Segment Start: Given records
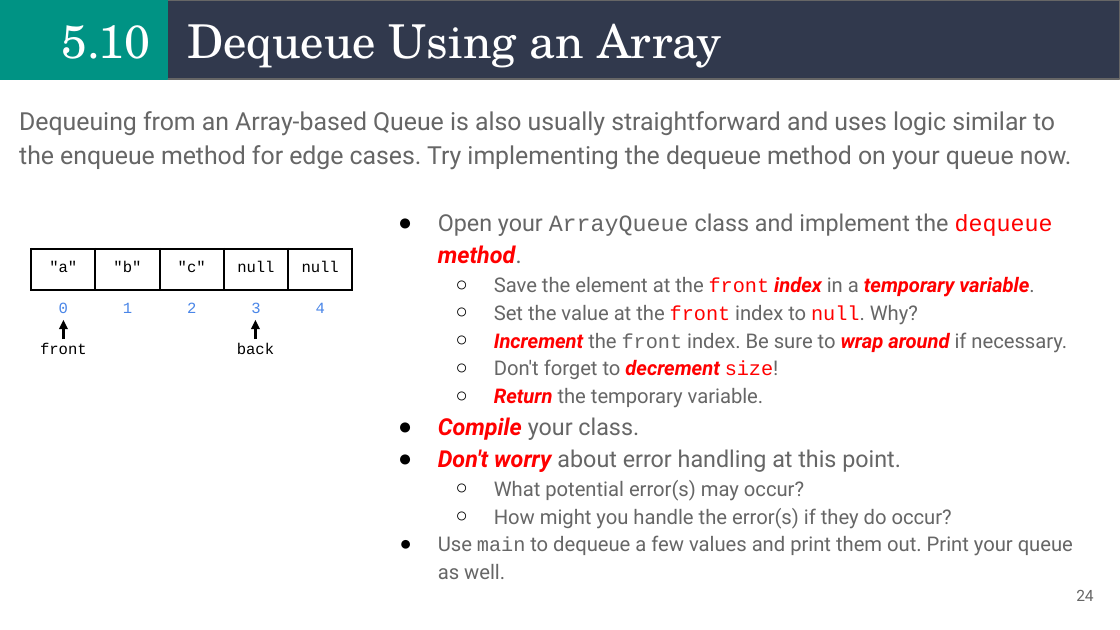
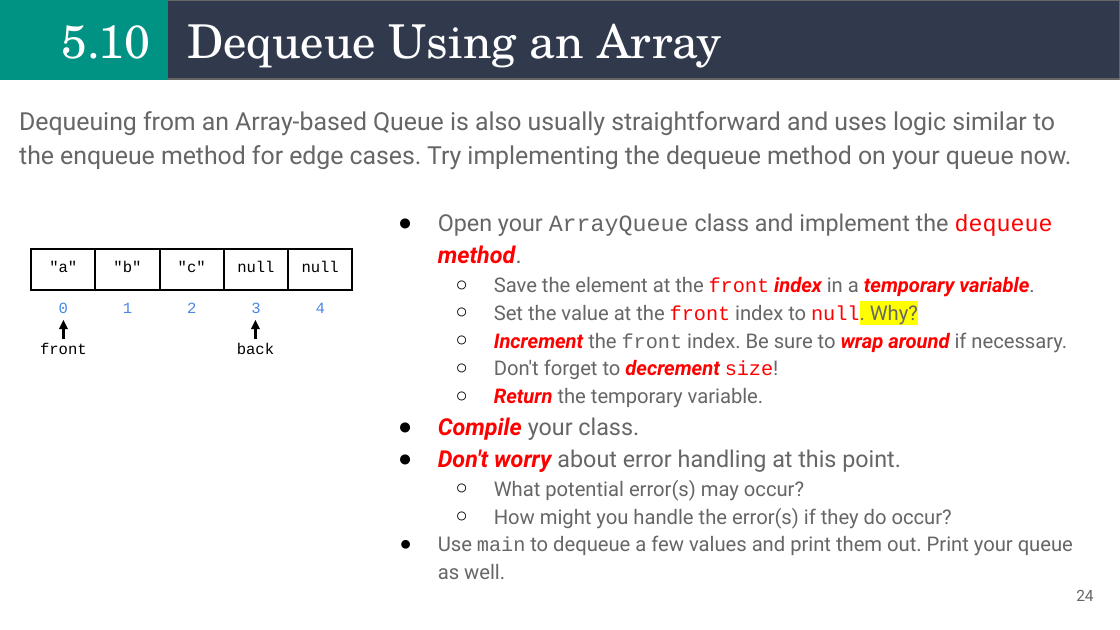
Before and after one commit to alam-tanweer/DailyFolder, a slide deck: slide 24 of CourseContent/Unit 05_Data Structure 1/tanweer/5_ Data Structures I_ta.pptx. Drawn at 1120x630 pixels with LibreOffice and Linux fonts; fonts in the diff are those of the drawing. Boxes give left, top, right and bottom in pixels: in the first picture for what was removed or moved away, otherwise in the second. Text is boxed around its words. In the diff, an @@ line names an element or a change of style, - is before the commit and + after.

```diff
--- a/CourseContent/Unit 05_Data Structure 1/tanweer/5_ Data Structures I_ta.pptx
+++ b/CourseContent/Unit 05_Data Structure 1/tanweer/5_ Data Structures I_ta.pptx
@@ text at (494, 305, 918, 326): highlight none to #FFFF00 in "null. Why?" @@
```
Also in this commit, not shown: 22 other slides changed, 19 other files.
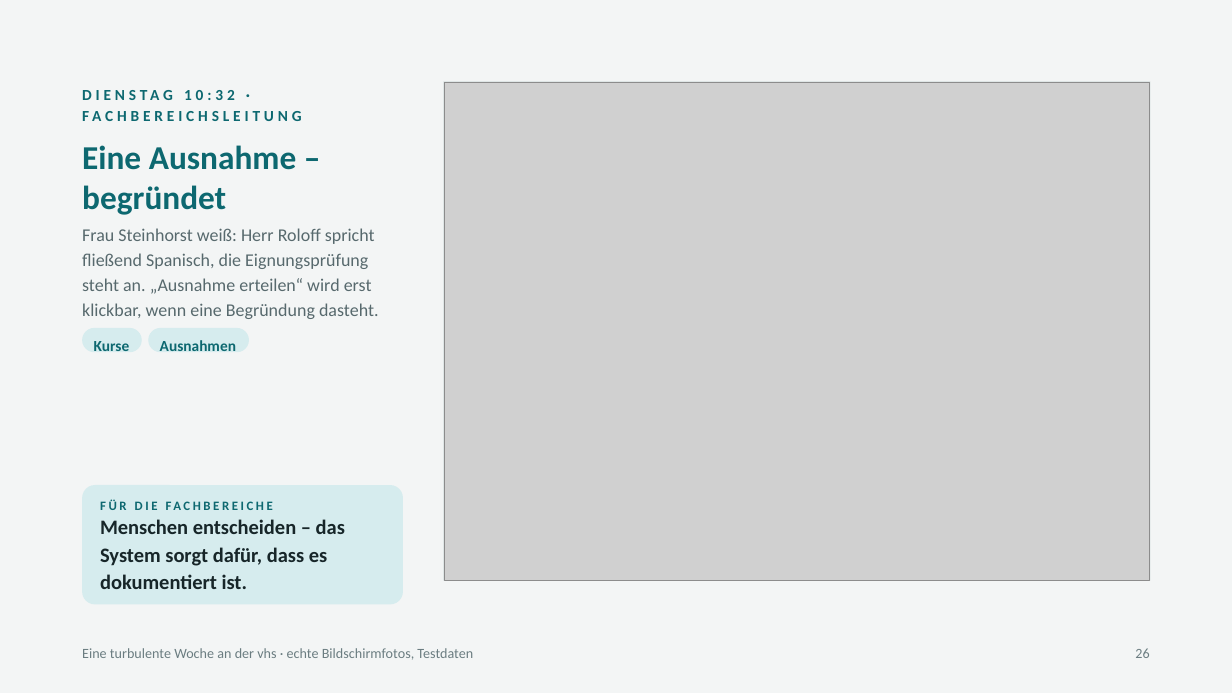
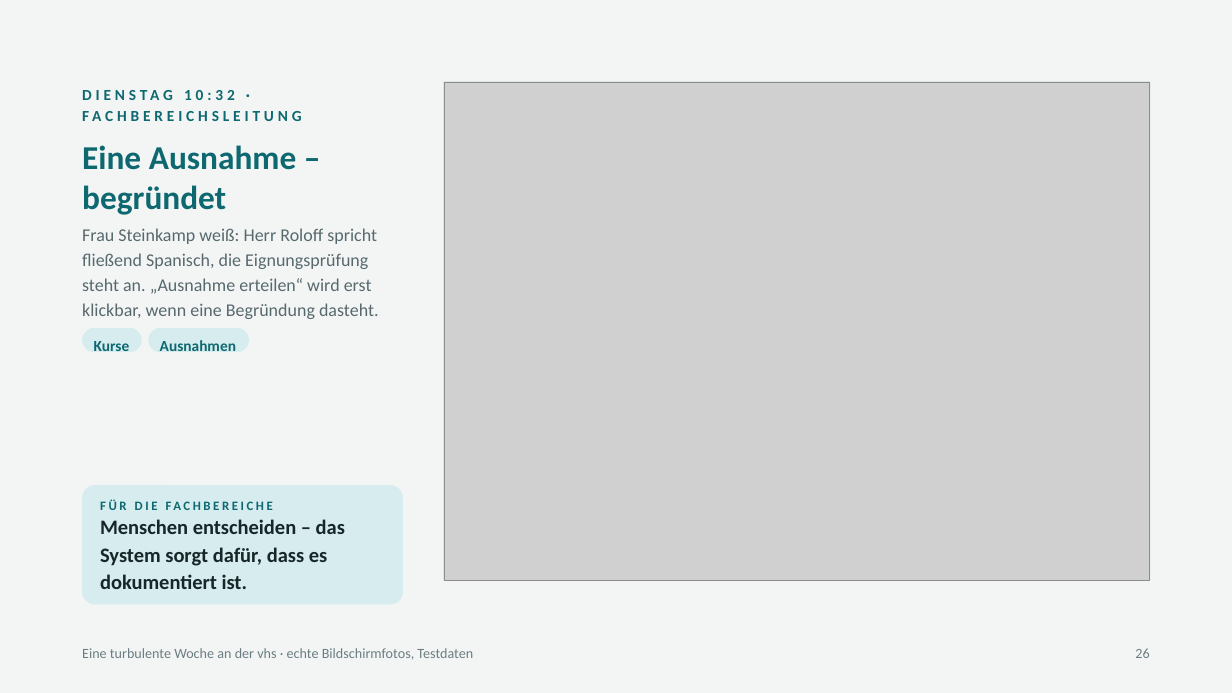
Before and after one commit to klaus-liebler/vibevhs, a slide deck: slide 26 of docs/praesentation/woche/woche.pptx. Drawn at 1232x693 pixels with LibreOffice and Linux fonts; fonts in the diff are those of the drawing; grey boxes stand for pictures. Boxes give left, top, right and bottom in pixels: in the first picture for what was removed or moved away, otherwise in the second. Text is boxed around its words. In the diff, an @@ line names an element or a change of style, - is before the commit and + after.

```diff
--- a/docs/praesentation/woche/woche.pptx
+++ b/docs/praesentation/woche/woche.pptx
@@ text at [82, 228, 379, 319]: text changed @@
-Frau Steinhorst weiß: Herr Roloff spricht fließend Spanisch, die Eignungsprüfung steht an. „Ausnahme erteilen“ wird erst klickbar, wenn eine Begründung dasteht.
+Frau Steinkamp weiß: Herr Roloff spricht fließend Spanisch, die Eignungsprüfung steht an. „Ausnahme erteilen“ wird erst klickbar, wenn eine Begründung dasteht.
```
Also in this commit, not shown: 25 other slides changed, 32 other files.
Segment End: Given records
Once the pictures are removed, output the remaining material exactly.

● Solution for this task:
Before and after one commit to alam-tanweer/DailyFolder, a slide deck: slide 24 of CourseContent/Unit 05_Data Structure 1/tanweer/5_ Data Structures I_ta.pptx. Drawn at 1120x630 pixels with LibreOffice and Linux fonts; fonts in the diff are those of the drawing. Boxes give left, top, right and bottom in pixels: in the first picture for what was removed or moved away, otherwise in the second. Text is boxed around its words. In the diff, an @@ line names an element or a change of style, - is before the commit and + after.

```diff
--- a/CourseContent/Unit 05_Data Structure 1/tanweer/5_ Data Structures I_ta.pptx
+++ b/CourseContent/Unit 05_Data Structure 1/tanweer/5_ Data Structures I_ta.pptx
@@ text at (494, 305, 918, 326): highlight none to #FFFF00 in "null. Why?" @@
```
Also in this commit, not shown: 22 other slides changed, 19 other files.
Before and after one commit to klaus-liebler/vibevhs, a slide deck: slide 26 of docs/praesentation/woche/woche.pptx. Drawn at 1232x693 pixels with LibreOffice and Linux fonts; fonts in the diff are those of the drawing; grey boxes stand for pictures. Boxes give left, top, right and bottom in pixels: in the first picture for what was removed or moved away, otherwise in the second. Text is boxed around its words. In the diff, an @@ line names an element or a change of style, - is before the commit and + after.

```diff
--- a/docs/praesentation/woche/woche.pptx
+++ b/docs/praesentation/woche/woche.pptx
@@ text at [82, 228, 379, 319]: text changed @@
-Frau Steinhorst weiß: Herr Roloff spricht fließend Spanisch, die Eignungsprüfung steht an. „Ausnahme erteilen“ wird erst klickbar, wenn eine Begründung dasteht.
+Frau Steinkamp weiß: Herr Roloff spricht fließend Spanisch, die Eignungsprüfung steht an. „Ausnahme erteilen“ wird erst klickbar, wenn eine Begründung dasteht.
```
Also in this commit, not shown: 25 other slides changed, 32 other files.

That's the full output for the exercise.